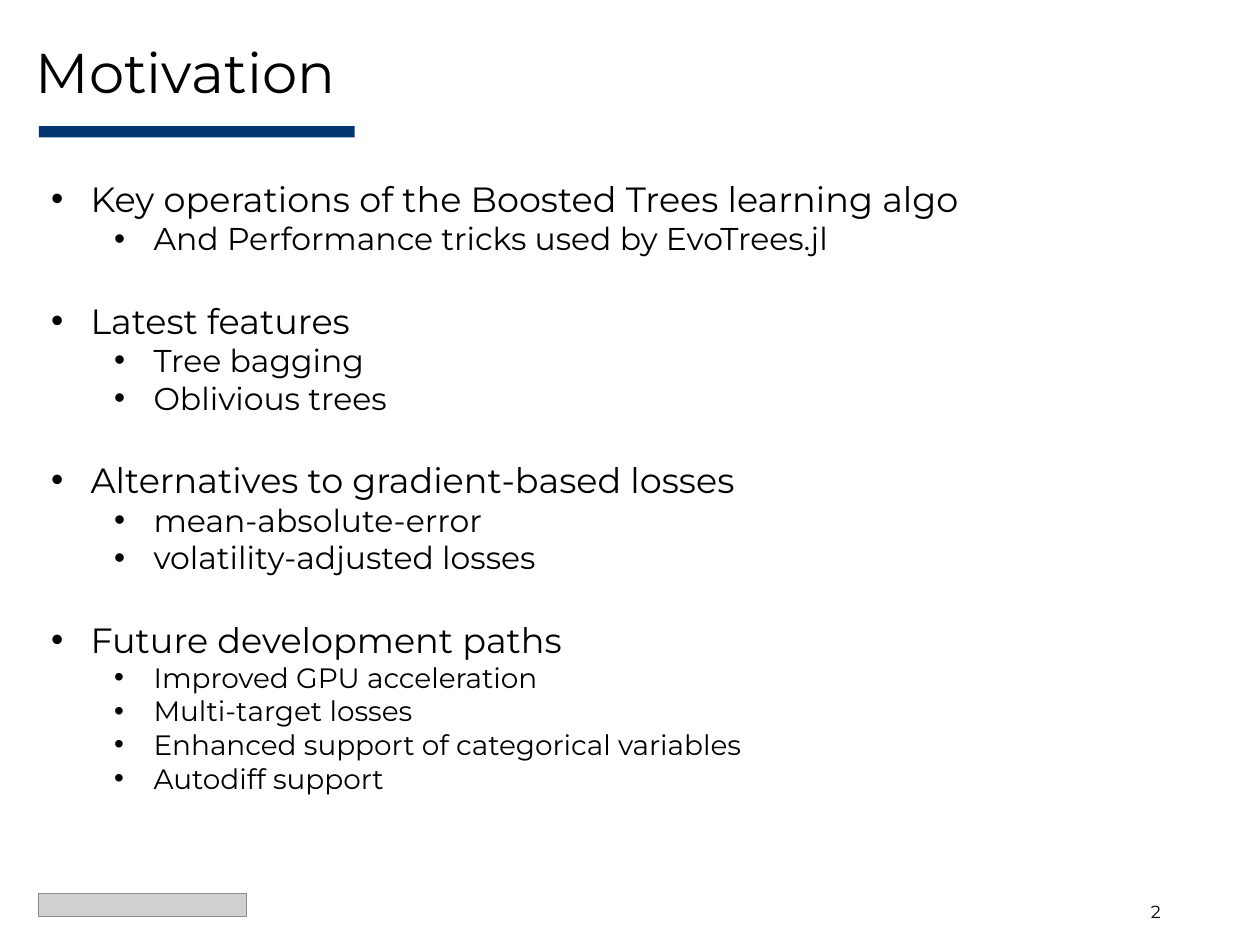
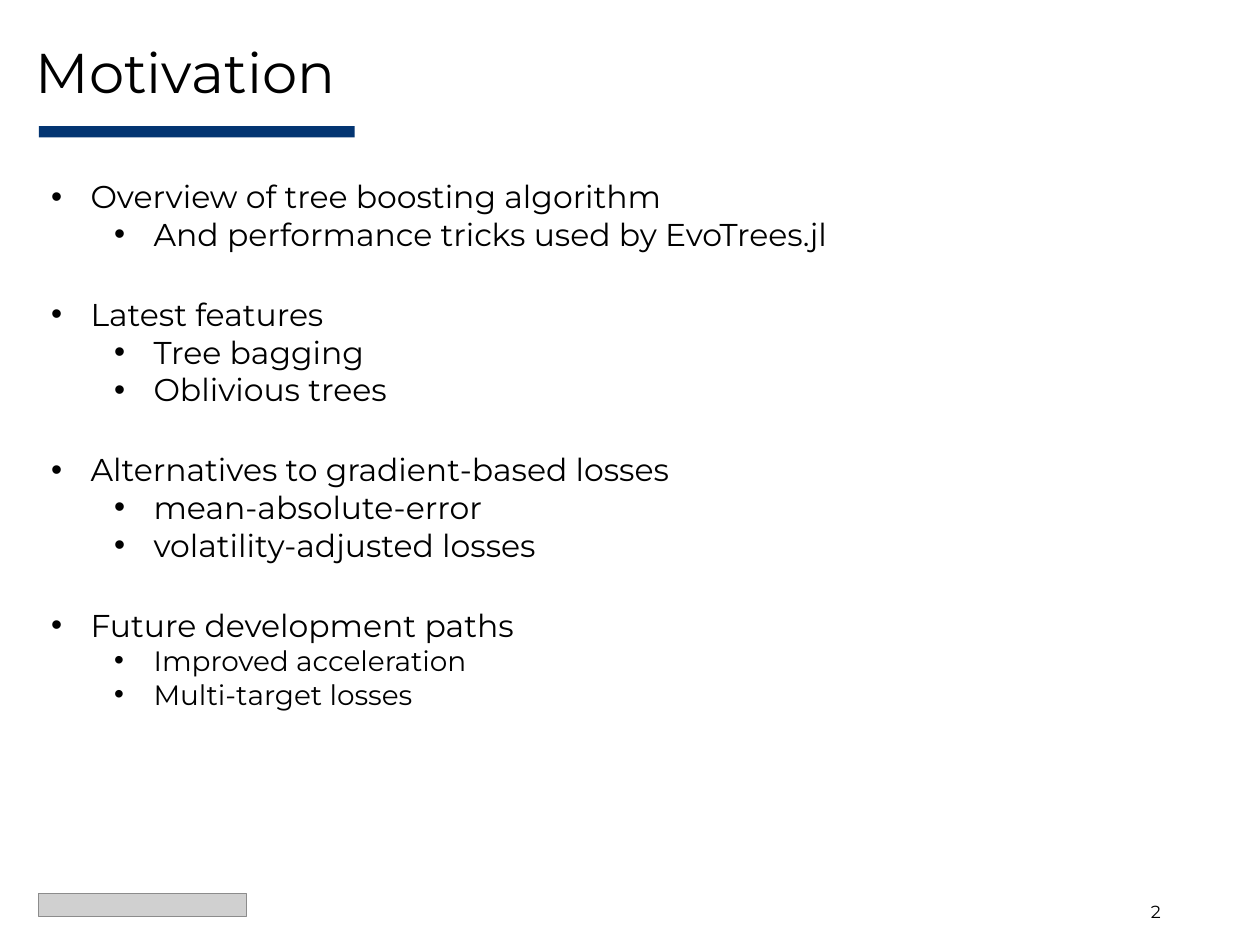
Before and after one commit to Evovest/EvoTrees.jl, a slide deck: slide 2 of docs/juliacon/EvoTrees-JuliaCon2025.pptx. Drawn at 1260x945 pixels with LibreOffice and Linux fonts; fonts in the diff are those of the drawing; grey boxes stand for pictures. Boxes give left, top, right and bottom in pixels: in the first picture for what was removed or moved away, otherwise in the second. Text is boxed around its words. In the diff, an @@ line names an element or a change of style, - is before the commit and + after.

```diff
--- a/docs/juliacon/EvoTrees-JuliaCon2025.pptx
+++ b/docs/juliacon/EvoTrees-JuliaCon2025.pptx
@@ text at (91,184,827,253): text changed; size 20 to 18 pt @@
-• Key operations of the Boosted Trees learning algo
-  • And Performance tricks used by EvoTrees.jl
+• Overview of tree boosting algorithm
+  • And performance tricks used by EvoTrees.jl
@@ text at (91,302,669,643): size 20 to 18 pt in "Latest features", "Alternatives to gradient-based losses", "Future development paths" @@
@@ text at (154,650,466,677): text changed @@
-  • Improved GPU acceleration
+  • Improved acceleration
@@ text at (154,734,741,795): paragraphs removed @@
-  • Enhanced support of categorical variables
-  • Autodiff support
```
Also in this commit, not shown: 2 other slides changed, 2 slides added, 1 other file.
● ● ● ● ●
-- WORK INSTRUCTION --
Working through the records, copy each line in which the word "size" appears.

-- WRITTEN RESPONSE --
@@ text at (91,184,827,253): text changed; size 20 to 18 pt @@
@@ text at (91,302,669,643): size 20 to 18 pt in "Latest features", "Alternatives to gradient-based losses", "Future development paths" @@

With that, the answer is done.